▸ **Work to be completed**:
Your answer should consist of every line in the records that holds "this".

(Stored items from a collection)
──────────────────────────────

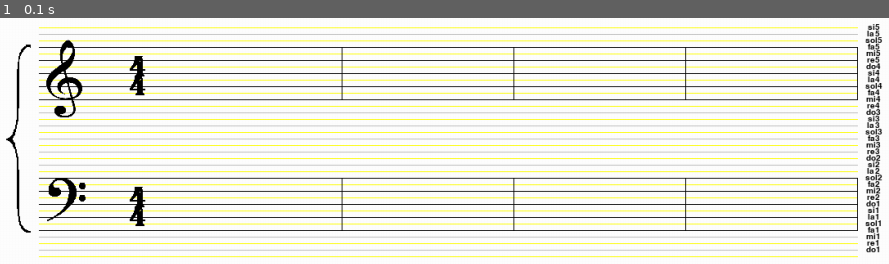
Above: before the commit, frame 1.
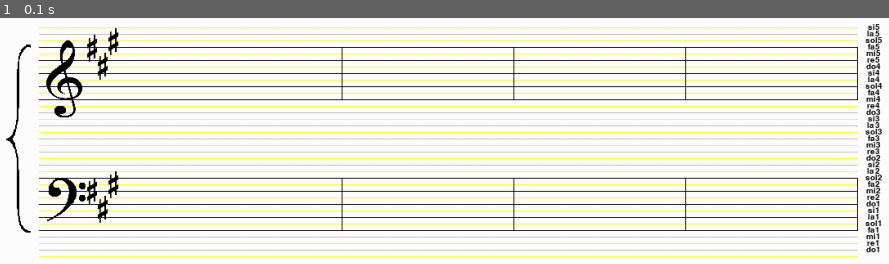
Above: after the commit, the same moment.

Repository: rbanuelos/armonizador
Game: pygame game, started from test-graficos/Main.py
Same seed, same stepped clock (60 frames per second), same inputs: the game is played once before the commit and once after it. The source is Python 2; it was converted automatically to run under Python 3.
Inputs:
- Up to frame 1 (0.1 s): no input

The runs differ from the first frame. In frame 1, 0.9% of the frame differs, in the area x 9-17%, y 4-85%.

Commit message:
se agrego la creacion dinamica de armaduras de clave para el orden de los sostenidos.

Diff:
--- a/test-graficos/Main.py
+++ b/test-graficos/Main.py
@@ -17,7 +17,7 @@
 	height = 0
 	screen = None
 
-	def __init__ (self,width=1100 , height=800, title='Pyntagrama'):
+	def __init__( self, width=1100, height=800, title='Armonizador') :
 		"""
 		"""
 		pygame.init()
@@ -32,12 +32,13 @@
 		self.draw()
 		self.draw_claves()
 		self.draw_compases()
-		self.draw_cifra_compas()
+		#self.draw_cifra_compas()
 		self.draw_nombre_lineas()
+		self.draw_armadura()
 
 		pygame.display.flip()
 
-	def handler (self, handler_method=None):
+	def handler( self, handler_method=None ) :
 		"""
 		"""
 		clock = pygame.time.Clock()
@@ -122,7 +123,7 @@
 
 			clock.tick(50)
 
-	def draw(self):
+	def draw( self ):
 		"""
 		Mbaez : 13/07/2011
 		"""
@@ -285,12 +286,12 @@
 		image.set_colorkey(colorkey, RLEACCEL) # Set transparent colour
 		imagerect = image.get_rect() # Get the rect of the image
 		screenrect = self.screen.get_rect()
-		imagerect.centerx, imagerect.centery = 180, 120
+		imagerect.centerx, imagerect.centery = 230, 120
 
 		self.screen.blit(image, imagerect)
 
 		#dibuja la cifra de compas
-		imagerect.centerx, imagerect.centery = 180, 280
+		imagerect.centerx, imagerect.centery = 230, 280
 
 		self.screen.blit(image, imagerect)
 
@@ -363,6 +364,83 @@
 
 			self.screen.blit(text, textRect)
 
+	def draw_armadura( self ) :
+		"""
+		Metodo que dibuja la armadura de clave segun haya seleccionado
+		el usuario
+		"""
+		orden_sostenidos = d = {"do": 0,
+								"sol": 1,
+								"re": 2,
+								"la": 3,
+								"mi": 4,
+								"si": 5,
+								"fa#": 6,
+								"do#": 7}
+
+		fullname = os.path.join('', 'sostenido.gif')
+		image = pygame.image.load(fullname)
+		image = pygame.transform.scale(image, (35, 60))
+		image = image.convert() # Set the right pixel depth
+		colorkey = image.get_at((0,0)) # Get pixel for transparent colour
+		image.set_colorkey(colorkey, RLEACCEL) # Set transparent colour
+		imagerect = image.get_rect() # Get the rect of the image
+		screenrect = self.screen.get_rect()
+
+		#distancia entre claves
+		dist = 175
+		#corrimiento en X
+		desp_x = 9
+
+		for i in range(orden_sostenidos["la"]) :
+
+			if i == 0 :
+				imagerect.centerx, imagerect.centery = 105+desp_x, 83
+
+			elif i == 1 :
+				imagerect.centerx, imagerect.centery = 118+desp_x, 105
+
+			elif i == 2 :
+				imagerect.centerx, imagerect.centery = 131+desp_x, 75
+
+			elif i == 3 :
+				imagerect.centerx, imagerect.centery = 144+desp_x, 98
+
+			elif i == 4 :
+				imagerect.centerx, imagerect.centery = 157+desp_x, 125
+
+			elif i == 5 :
+				imagerect.centerx, imagerect.centery = 170+desp_x, 91
+
+			elif i == 6 :
+				imagerect.centerx, imagerect.centery = 183+desp_x, 114
+
+			self.screen.blit(image, imagerect)
+
+			#armadura para la clave de Fa
+			if i == 0 :
+				imagerect.centerx, imagerect.centery = 105+desp_x, 83+dist
+
+			elif i == 1 :
+				imagerect.centerx, imagerect.centery = 118+desp_x, 105+dist
+
+			elif i == 2 :
+				imagerect.centerx, imagerect.centery = 131+desp_x, 75+dist
+
+			elif i == 3 :
+				imagerect.centerx, imagerect.centery = 144+desp_x, 98+dist
+
+			elif i == 4 :
+				imagerect.centerx, imagerect.centery = 157+desp_x, 125+dist
+
+			elif i == 5 :
+				imagerect.centerx, imagerect.centery = 170+desp_x, 91+dist
+
+			elif i == 6 :
+				imagerect.centerx, imagerect.centery = 183+desp_x, 114+dist
+
+			self.screen.blit(image, imagerect)
+
 if __name__ == "__main__" :
 
 	ventana = VentanaPrincipal()
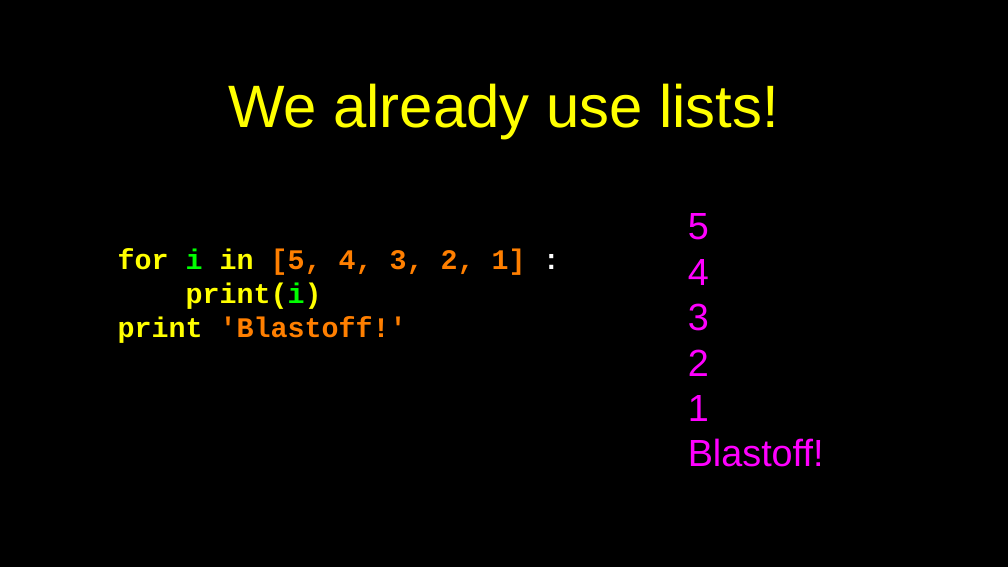
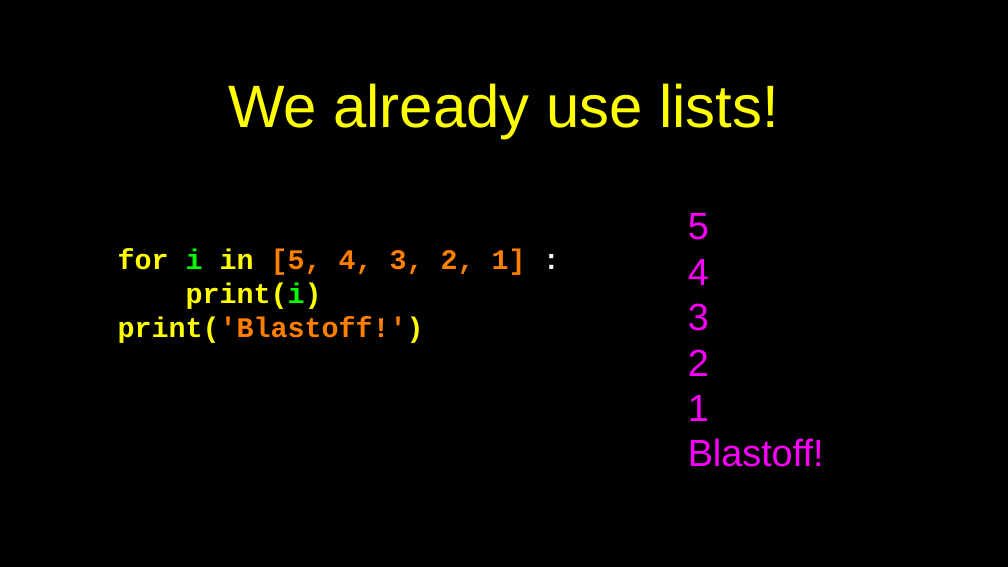
Before and after one commit to csev/py4e, a slide deck: slide 5 of lectures3/Pythonlearn-08-Lists.pptx. Drawn at 1008x567 pixels with LibreOffice and Linux fonts; fonts in the diff are those of the drawing. Boxes give left, top, right and bottom in pixels: in the first picture for what was removed or moved away, otherwise in the second. Text is boxed around its words. In the diff, an @@ line names an element or a change of style, - is before the commit and + after.

```diff
--- a/lectures3/Pythonlearn-08-Lists.pptx
+++ b/lectures3/Pythonlearn-08-Lists.pptx
@@ text at box(118, 317, 424, 343): text changed @@
-print 'Blastoff!'
+print('Blastoff!')
```
Also in this commit, not shown: 4 other files.
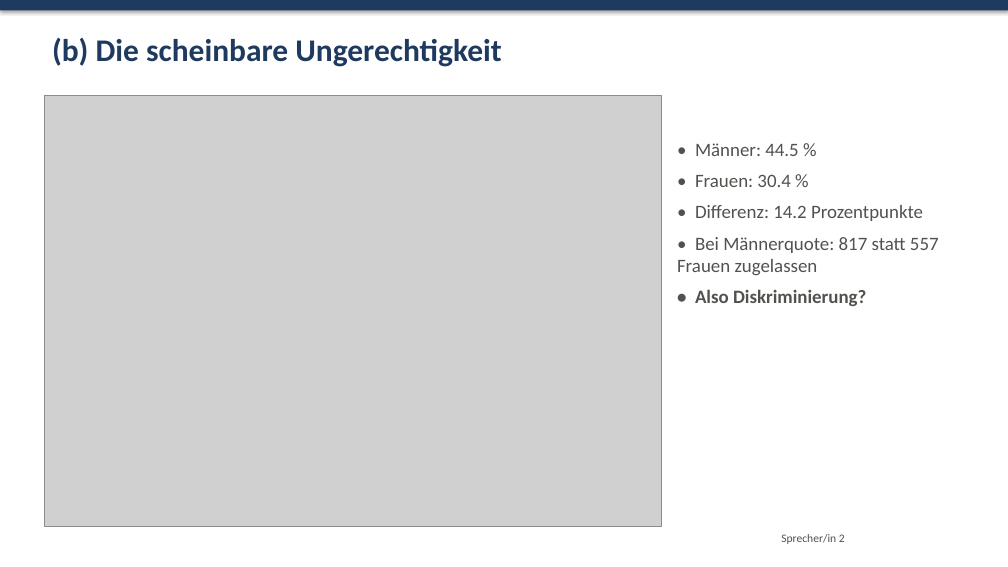
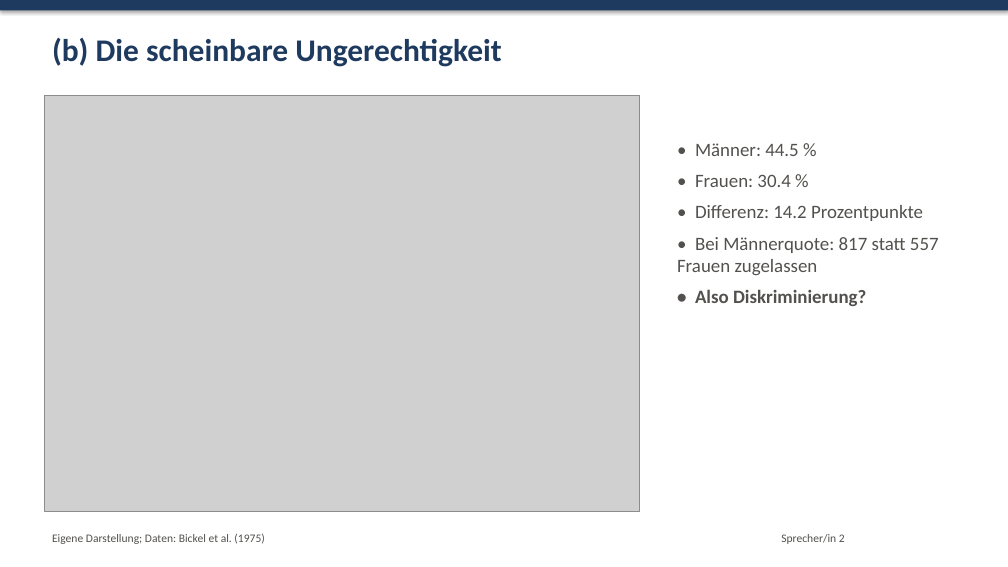
Before and after one commit to leozhaw26/statistik, a slide deck: slide 6 of vortrag4/Vortrag4_Praesentation.pptx. Drawn at 1008x567 pixels with LibreOffice and Linux fonts; fonts in the diff are those of the drawing; grey boxes stand for pictures. Boxes give left, top, right and bottom in pixels: in the first picture for what was removed or moved away, otherwise in the second. Text is boxed around its words. In the diff, an @@ line names an element or a change of style, - is before the commit and + after.

```diff
--- a/vortrag4/Vortrag4_Praesentation.pptx
+++ b/vortrag4/Vortrag4_Praesentation.pptx
@@ picture: place and size @@
-picture at box(45, 95, 662, 527)
+picture at box(45, 95, 640, 512)
@@ text added at box(52, 534, 264, 544), 11 pt, text #52514E @@
+Eigene Darstellung; Daten: Bickel et al. (1975)
```
Also in this commit, not shown: 10 other slides changed, 6 other files.

──────────────────────────────

▸ **Exercise output**:
Also in this commit, not shown: 4 other files.
Also in this commit, not shown: 10 other slides changed, 6 other files.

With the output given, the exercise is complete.